The command creates the repo-local FE Sherpa, Business Sherpa, FF Migrator, Create and Portability migration scaffolds, plus the related eonium.config.json pointers. Existing user-authored files are preserved by default, and package installation alone does not mutate the repo.

After setup, upload these items to ChatGPT, Codex, Claude or another external AI workflow:

- the fresh target Flutter repo ZIP after Eonium setup
- the FlutterFlow export ZIP
- optional backend repo or backend Sherpa snapshot
- optional screenshots or visual references

Ask the AI to read .eonium/compass/ff_migrator/LLMsherpa.md first, then populate FE Sherpa with long-lived frontend truth, Business Sherpa with durable domain/workflow truth, and FF Migrator with FlutterFlow-specific source analysis, prompt/graph state and migration logs. Do not put FlutterFlow source-code archaeology or migration tactics inside FE Sherpa.

Repo-local agents should follow the same rule: start from the active FF Migrator graph objective, check FE Sherpa and Business Sherpa for existing truth, complete only the active step, preserve existing files completely, and update logs when behaviour, architecture, graph status or important project knowledge changes.

Eonium does not call ChatGPT, Claude, Codex, OpenAI, Anthropic or any other AI provider. It does not require BYOK setup, does not parse FlutterFlow exports, and does not automatically convert FlutterFlow apps to Flutter. It provides the repo-local instructions, prompt packs, scaffolds, graph files, logs and validation notes that make external AI migration sessions bounded and repeatable.

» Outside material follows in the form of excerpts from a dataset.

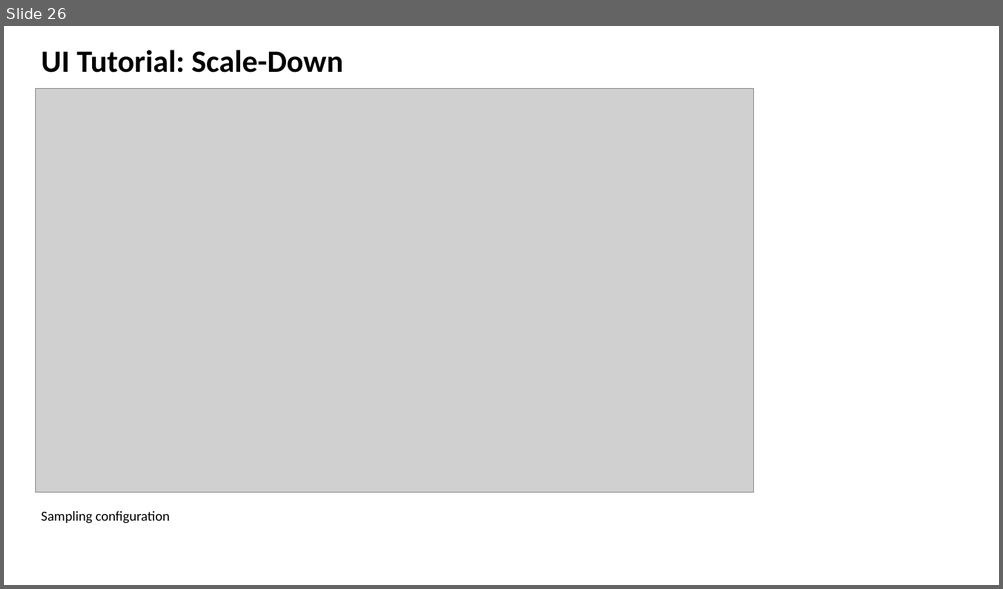
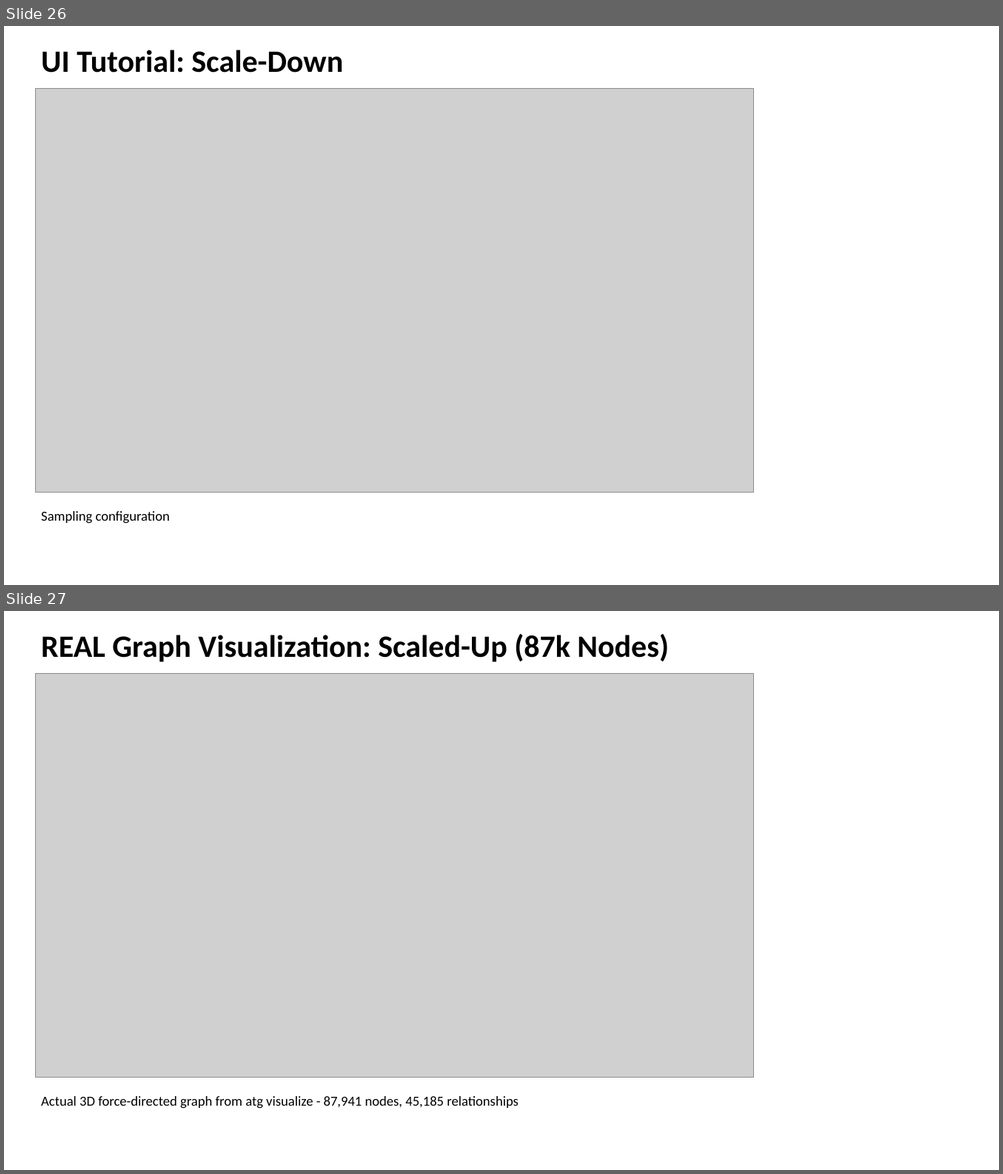
Before and after one commit to rysweet/azure-tenant-grapher, a slide deck: Scale_Operations_Implementation.pptx. Shown one above the other, each under a label of ours: slide 26 before the commit, slides 26 and 27 after it. The pictures are 1003x589 and 1003x1174 pixels, drawn with LibreOffice and Linux fonts; fonts in the diff are those of the drawing; grey boxes stand for pictures. Boxes give left, top, right and bottom in pixels: in the first picture for what was removed or moved away, otherwise in the second. Text is boxed around its words. In the diff, an @@ line names an element or a change of style, - is before the commit and + after.

```diff
--- a/Scale_Operations_Implementation.pptx
+++ b/Scale_Operations_Implementation.pptx
@@ slide 27 added at (x1=4, y1=611, x2=999, y2=1170), background #FFFFFF @@
@@ text added at (x1=41, y1=634, x2=669, y2=662), 36 pt, text #000000, bold @@
+REAL Graph Visualization: Scaled-Up (87k Nodes)
@@ picture added at (x1=35, y1=673, x2=754, y2=1077) @@
@@ text added at (x1=41, y1=1096, x2=518, y2=1109), 16 pt, text #000000 @@
+Actual 3D force-directed graph from atg visualize - 87,941 nodes, 45,185 relationships
```
Also in this commit, not shown: 1 other slide added, 3 other files.

See the full guide at docs/flutterflow-to-flutter-migration.md.

Packaging check

The root package includes built dist output for the public subpaths and can be checked with:

npm run pack:root
npm run pack:all
npm run pack:check

npm run pack:check is the supported release-readiness pack entrypoint and is included in npm run verify. It runs npm pack --dry-run for the root package and npm pack --dry-run --workspaces for workspace package inspection. The MVP consumer path remains the root eonium package with subpath exports.

Changelog workflow

Sherpa changelog entries live under:

.eonium/compass/sherpa/backend/changelog/entries/

Validate Sherpa state and derive the latest commit message with:

npm run sherpa:validate
npm run sherpa:commit-message

npm run sherpa:validate is the supported repo-local validation entrypoint; it validates changelog sidecars and the built CLI Sherpa protocol path. Use npm run sherpa:changelog:validate only when isolating changelog issues.

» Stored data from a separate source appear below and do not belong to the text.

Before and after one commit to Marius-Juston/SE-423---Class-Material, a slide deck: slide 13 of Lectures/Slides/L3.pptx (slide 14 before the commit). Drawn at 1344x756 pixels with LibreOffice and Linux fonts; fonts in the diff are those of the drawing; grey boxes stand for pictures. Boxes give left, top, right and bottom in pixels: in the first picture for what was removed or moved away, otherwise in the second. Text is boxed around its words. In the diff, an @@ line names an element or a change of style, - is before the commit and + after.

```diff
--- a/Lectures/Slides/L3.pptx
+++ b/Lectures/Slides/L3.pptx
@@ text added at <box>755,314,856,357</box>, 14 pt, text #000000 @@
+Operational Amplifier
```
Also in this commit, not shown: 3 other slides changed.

The repo-local helper can also commit with the latest entry title when that workflow is desired:

npm run sherpa:commit

Config-driven setup flow

[email protected] adds the explicit setup-engine path for target repositories:

npm install eonium
npx eonium init --yes
# edit eonium.config.json
npx eonium setup --dry-run
npx eonium setup --yes

Package install is passive and does not mutate the target repo. eonium init creates or preserves the config/scaffold files. eonium setup reads the populated eonium.config.json and generates Eonium-managed DB, auth, HTTP and jobs integration surfaces using safe managed-file overwrite rules.